Friday, March 29, 2024

FG to end petrol subsidy by June 2022

Uba Group

BY KENNETH EZE

Going by the 2022 budgetary provisions, the much talked about petrol subsidy would end June, next year.

The Minister of Finance, Budget and National Planning, Zainab Ahmed, on Monday at a panel session during the 27th National Economic Summit, revealed that the Federal Government made provision for petrol subsidy covering the first six months of next year.

She said, “In our 2022 budget, we only factored in subsidy for the first half of the year; the second half of the year, we are looking at complete deregulation of the sector, saving foreign exchange and potentially earning more from the oil and gas industry.”

Also during the session, the World Bank’s Country Director for Nigeria, Shubham Chaudhuri, expressed concern that Nigeria would be spending up to N2.9trillion this year on petroleum subsidy, while essential areas of the economy like primary healthcare, basic education and rural roads were left unattended to.

“This year, Nigeria is on track to spend N2.9trillion on PMS subsidy, which is more than it spends on health,” Chaudhuri said.

He used the image of a malnourished individual needing urgent treatment to buttress Nigeria’s case, and maintained that critical decisions needed to be made for the country to realise its potential.

“I think the urgency of doing something now is because the time is going in terms of retaining the hope of young Nigerians in the future and potential of Nigeria.

“The kinds of things that could be done right away – the petrol subsidy; yes, I hear that six months from now, perhaps with the Petroleum Industry Act coming into effect, this will go away.

“But the fact is can Nigeria even afford to wait for those six months? And there is a choice: N3tillion to PMS subsidy which is depriving states of much-needed revenues to invest in basic services.”

The Chairman, Presidential Economic Advisory Council, Prof. Doyin Salami, said he had argued for a long time that subsidy really needed to go.
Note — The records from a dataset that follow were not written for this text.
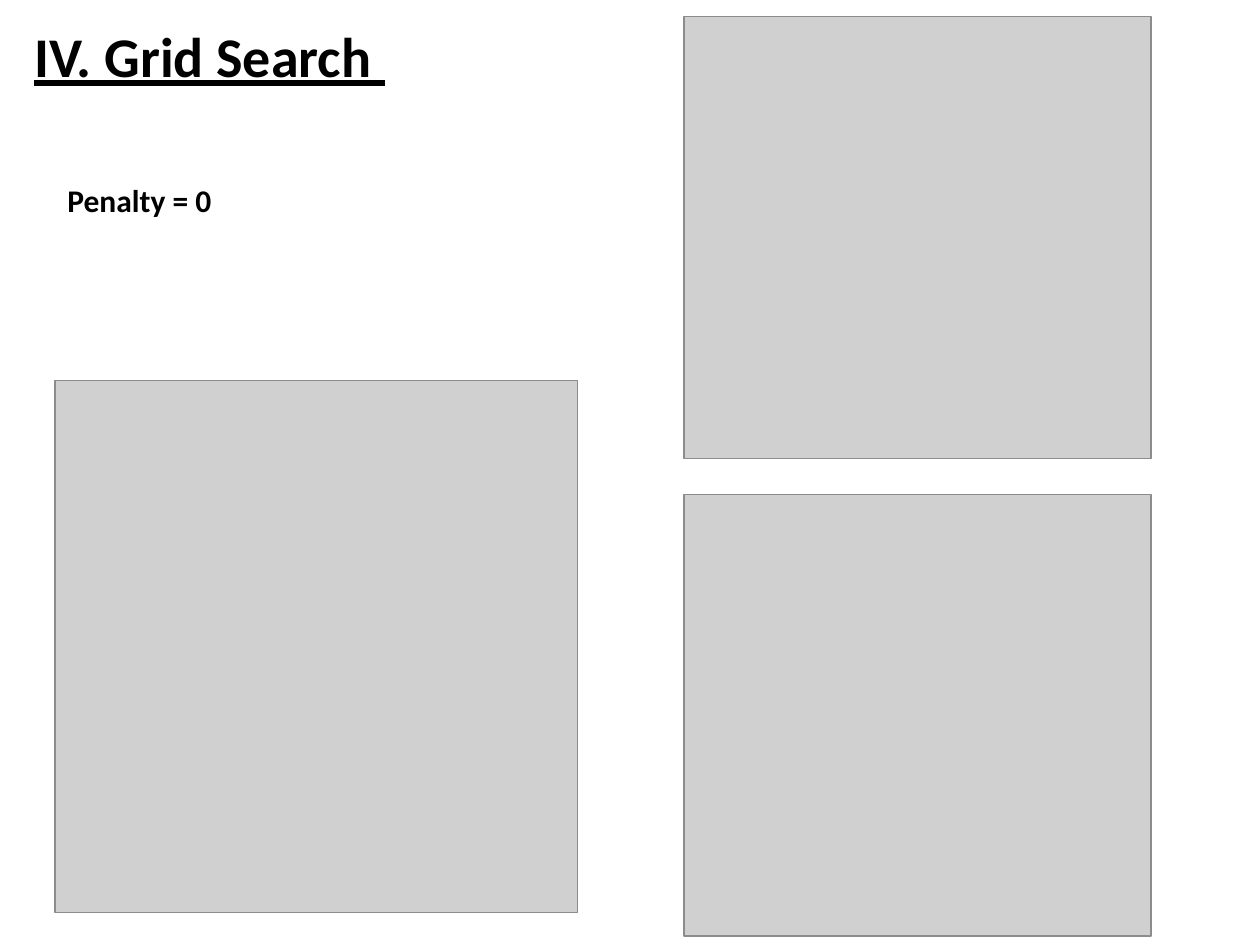
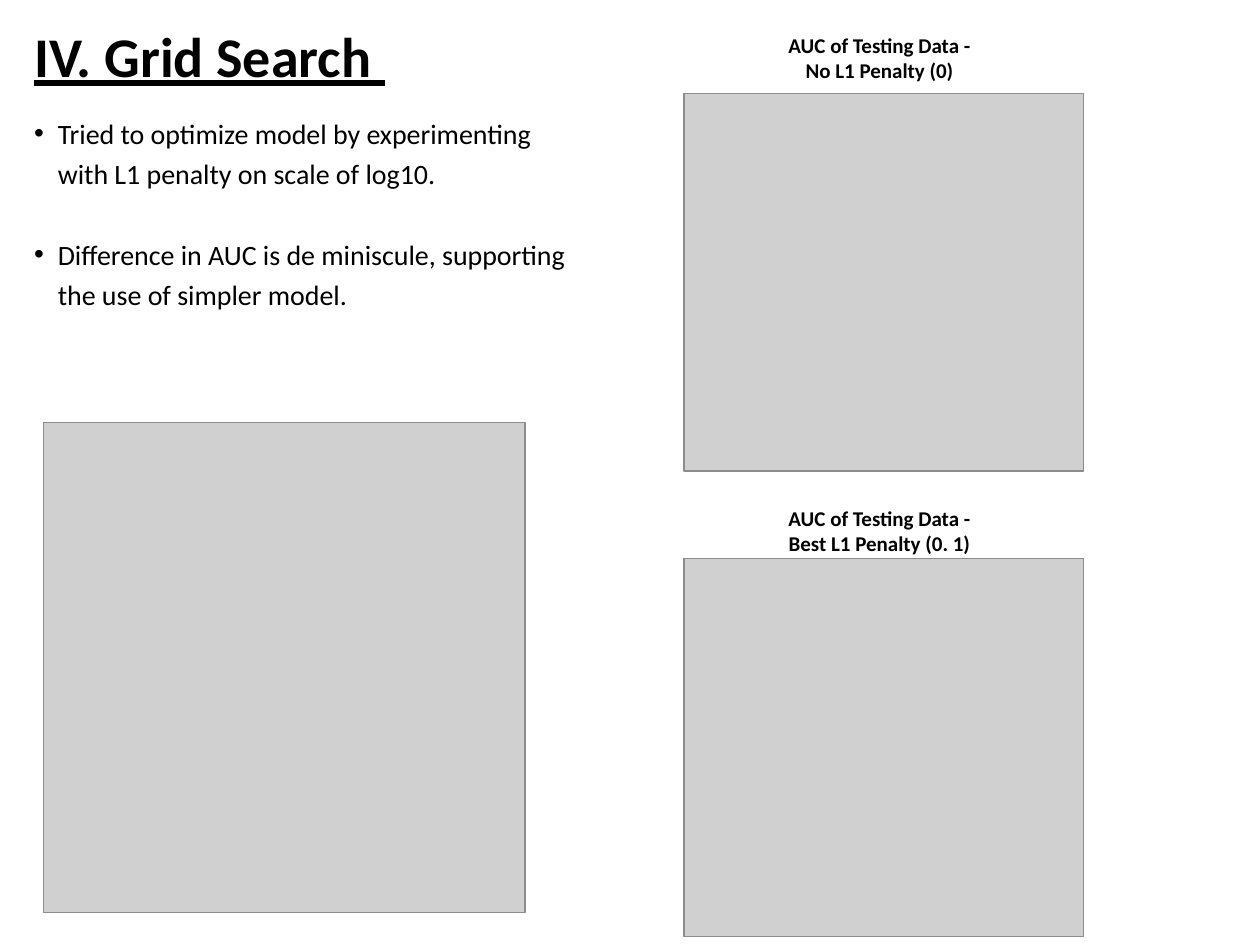
Before and after one commit to ZiweiDuan/MusicBox, a slide deck: slide 6 of Notes/Presentation_Ziwei .pptx. Drawn at 1260x945 pixels with LibreOffice and Linux fonts; fonts in the diff are those of the drawing; grey boxes stand for pictures. Boxes give left, top, right and bottom in pixels: in the first picture for what was removed or moved away, otherwise in the second. Text is boxed around its words. In the diff, an @@ line names an element or a change of style, - is before the commit and + after.

```diff
--- a/Notes/Presentation_Ziwei .pptx
+++ b/Notes/Presentation_Ziwei .pptx
@@ text added at [788,38,959,82], 12 pt, text #000000, bold @@
+AUC of Testing Data -
+No L1 Penalty (0)
@@ picture: place and size @@
-picture at [684,16,1152,459]
+picture at [684,93,1084,471]
@@ text added at [58,124,565,310], 16 pt, text #000000 @@
+• Tried to optimize model by experimenting with L1 penalty on scale of log10.
+• Difference in AUC is de miniscule, supporting the use of simpler model.
@@ text removed at [67,190,211,217] @@
-Penalty = 0
@@ picture: place and size @@
-picture at [55,381,578,912]
+picture at [44,422,525,912]
@@ text added at [788,511,970,555], 12 pt, text #000000, bold @@
+AUC of Testing Data -
+Best L1 Penalty (0. 1)
@@ picture: place and size @@
-picture at [684,494,1152,936]
+picture at [684,558,1084,936]
```
Also in this commit, not shown: 3 other slides changed, 1 slide added.

He said, “With the PIA, essentially, it makes illegal petrol subsidy and yes, there is a period where NNPC and the new regulatory agencies must calibrate themselves, but at the end of this period – and I think it is about six months, which explains why the minister has said for the first half of the year – there is provision.

“My view will be, if we could get it done sooner than that, it will be excellent. It releases money. The key point is simply this: we are now at the tail end of that conversation, except if we choose not to obey the law. My sense is, we will obey the law and subsidy will be gone.”